By Gertrude Chavez-Dreyfuss
NEW YORK, March 30 (Reuters) - U.S. Treasuries rallied across the curve on Monday as mounting global growth concerns eclipsed inflation worries, with investors increasingly uneasy about a war entering its fifth week with no clear path to resolution.
The benchmark U.S. 10-year yield, which falls when prices rise, dropped for the first time in three days, down 9.6 basis points at 4.344% US10YT=RR, on track for its largest daily fall since early August. For the month, however, 10-year yields have advanced 38 bps, their largest monthly rise since December 2024.
On the shorter end of the curve, U.S. two-year yields, which reflect interest rate expectations, were down 8.8 bps at 3.828% US2YT=RR. It was the largest one-day decline since late August. For March, though, two-year yields have climbed 45 bps, the biggest monthly increase since October 2024.
The rise in Treasuries extended after Federal Reserve Chair Jerome Powell said on Monday longer-run inflation expectations appear to be "well-anchored" despite soaring oil prices.
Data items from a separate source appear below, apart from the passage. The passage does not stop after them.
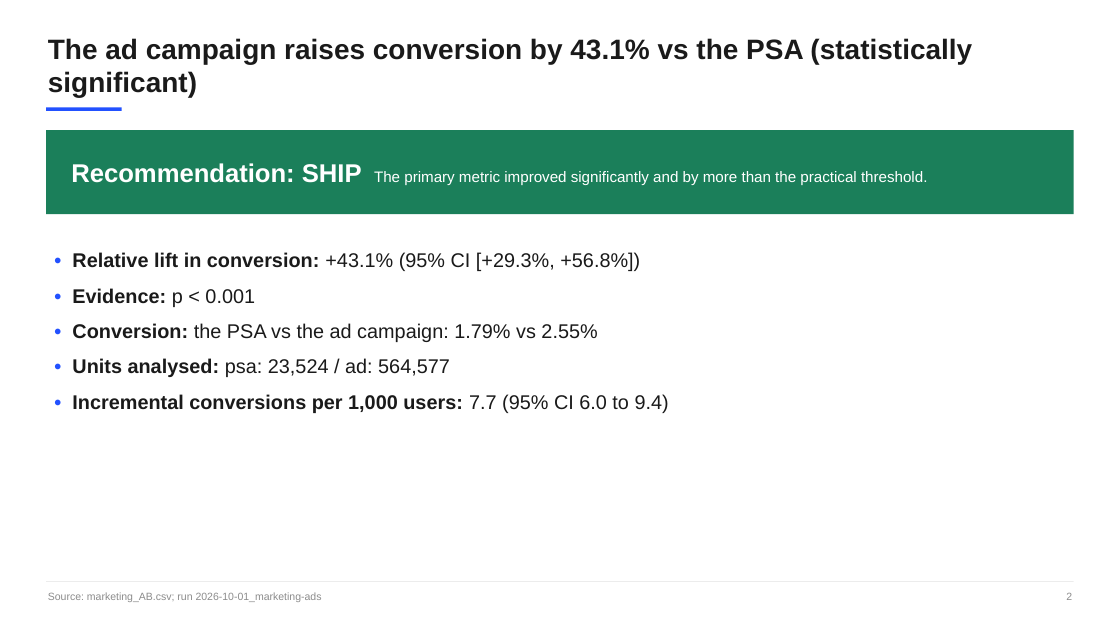
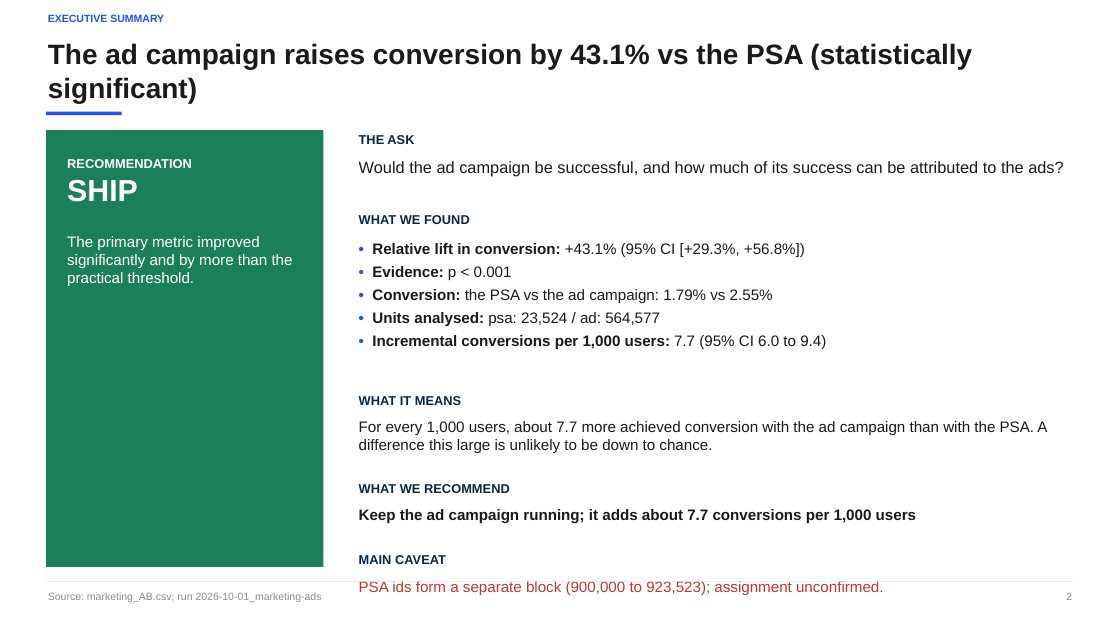
Before and after one commit to rohittiwari001/A-B-Testing-using-Claude-Code, a slide deck: slide 2 of runs/2026-10-01_marketing-ads/deck.pptx. Drawn at 1120x630 pixels with LibreOffice and Linux fonts; fonts in the diff are those of the drawing. Boxes give left, top, right and bottom in pixels: in the first picture for what was removed or moved away, otherwise in the second. Text is boxed around its words. In the diff, an @@ line names an element or a change of style, - is before the commit and + after.

```diff
--- a/runs/2026-10-01_marketing-ads/deck.pptx
+++ b/runs/2026-10-01_marketing-ads/deck.pptx
@@ text added at (x1=48, y1=14, x2=164, y2=22), 9 pt, text #2251FF, bold @@
+EXECUTIVE SUMMARY
@@ text "The ad campaign raises conversion ..." moved from (x1=48, y1=38, x2=972, y2=97) to (x1=48, y1=43, x2=972, y2=103) @@
@@ rectangle moved from (x1=46, y1=108, x2=122, y2=111) to (x1=46, y1=112, x2=122, y2=115) @@
@@ rectangle "RECOMMENDATION" resized from (x1=46, y1=130, x2=1074, y2=214) to (x1=46, y1=130, x2=323, y2=567) @@
@@ rectangle "RECOMMENDATION" at (x1=46, y1=130, x2=323, y2=567): vertical alignment middle to top @@
@@ text added at (x1=359, y1=135, x2=414, y2=144), 11 pt, text #0B2545, bold @@
+THE ASK
@@ text in rectangle at (x1=67, y1=159, x2=293, y2=286): text changed @@
-Recommendation: SHIP The primary metric improved significantly and by more than the practical threshold.
+RECOMMENDATION
+SHIP
+The primary metric improved significantly and by more than the practical threshold.
@@ text added at (x1=359, y1=161, x2=1063, y2=177), 14 pt, text #1A1A1A @@
+Would the ad campaign be successful, and how much of its success can be attributed to the ads?
@@ text "• Relative lift in conversion: ..." moved from (x1=72, y1=252, x2=669, y2=413) to (x1=372, y1=243, x2=826, y2=349) @@
@@ text "• Relative lift in conversion: ..." at (x1=372, y1=243, x2=826, y2=349): size 17 to 13 pt; less space between paragraphs @@
@@ text added at (x1=359, y1=215, x2=470, y2=224), 11 pt, text #0B2545, bold @@
+WHAT WE FOUND
@@ text added at (x1=359, y1=396, x2=461, y2=405), 11 pt, text #0B2545, bold @@
+WHAT IT MEANS
@@ text added at (x1=359, y1=421, x2=1047, y2=453), 13 pt, text #1A1A1A @@
+For every 1,000 users, about 7.7 more achieved conversion with the ad campaign than with the PSA. A difference this large is unlikely to be down to chance.
@@ text added at (x1=359, y1=484, x2=510, y2=493), 11 pt, text #0B2545, bold @@
+WHAT WE RECOMMEND
@@ text added at (x1=359, y1=509, x2=916, y2=523), 13 pt, text #1A1A1A, bold @@
+Keep the ad campaign running; it adds about 7.7 conversions per 1,000 users
@@ text added at (x1=359, y1=555, x2=446, y2=564), 11 pt, text #0B2545, bold @@
+MAIN CAVEAT
@@ text added at (x1=359, y1=581, x2=883, y2=595), 13 pt, text #C0392B @@
+PSA ids form a separate block (900,000 to 923,523); assignment unconfirmed.
```
Also in this commit, not shown: 12 other slides changed, 4 slides added, 1 slide removed, 2 other files.
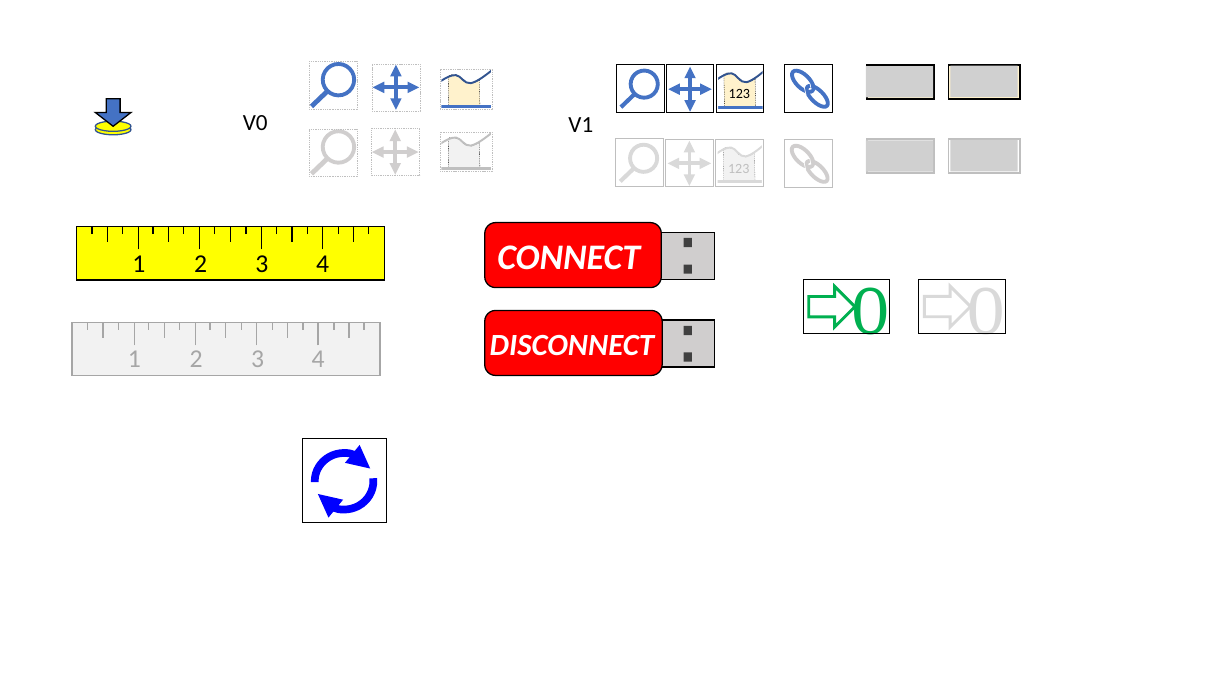
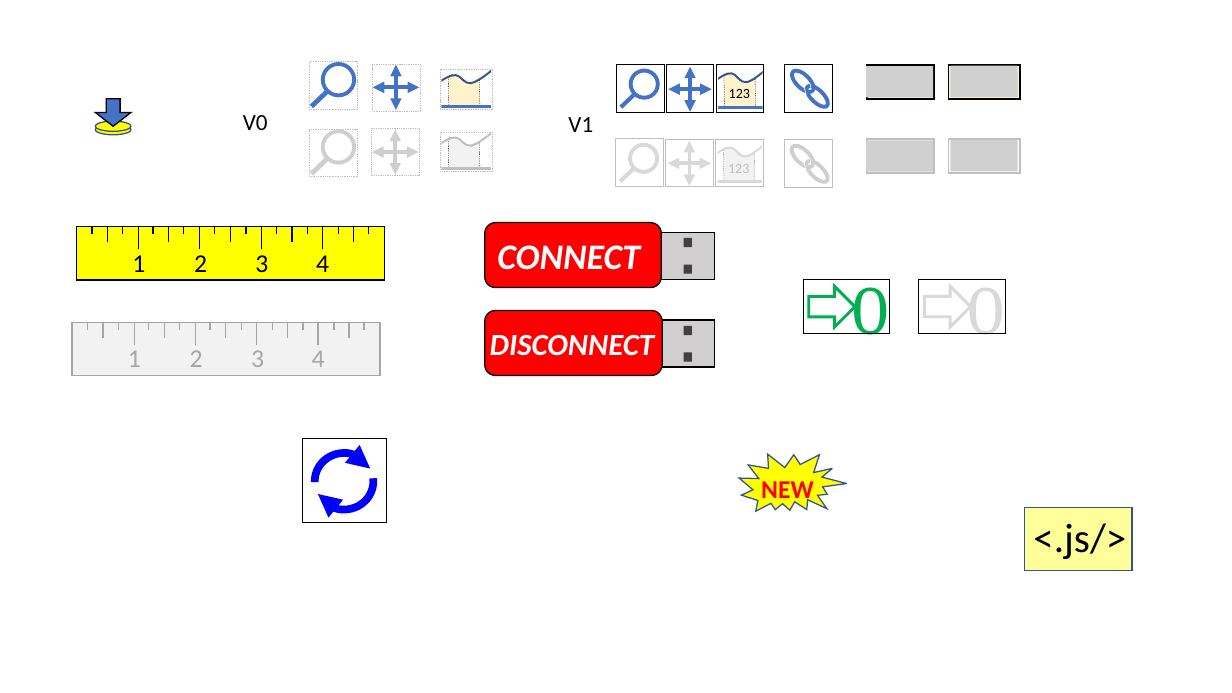
Before and after one commit to matsselen/IOLabWeb, a slide deck: slide 1 of images/IOLabWebImages.pptx. Drawn at 1232x693 pixels with LibreOffice and Linux fonts; fonts in the diff are those of the drawing; grey boxes stand for pictures. Boxes give left, top, right and bottom in pixels: in the first picture for what was removed or moved away, otherwise in the second. Text is boxed around its words. In the diff, an @@ line names an element or a change of style, - is before the commit and + after.

```diff
--- a/images/IOLabWebImages.pptx
+++ b/images/IOLabWebImages.pptx
@@ irregular seal added at (x1=733, y1=438, x2=852, y2=531), fill #FFFF00, outline #325491 1 pt @@
@@ text added at (x1=761, y1=481, x2=814, y2=504), 20 pt, text #FF0000, bold @@
+NEW
@@ wave added at (x1=1025, y1=507, x2=1132, y2=571), fill #FFFF99, outline #325491 1 pt @@
@@ text added at (x1=1033, y1=523, x2=1126, y2=559), 32 pt, text #000000 @@
+<.js/>
```
Also in this commit, not shown: 1 other file.

He added that the central bank also tends to look through supply shocks.
That suggests the Fed is likely in no rush to cut or hike interest rates. In the last few weeks the rate futures market has started to price in a rate increase by the Fed as oil prices surged.
Powell said, however, the Fed would "certainly be mindful" of how sharply higher oil prices affect inflation, after inflation having been above the 2% target for so long.
"The Treasury market had been myopically focused on inflation over the last two months, and is now wondering, well if oil prices go far enough, the economy is going to recession," said Stan Shipley, fixed income strategist at Evercore ISI in New York. "And that's always good news for a rally in Treasuries."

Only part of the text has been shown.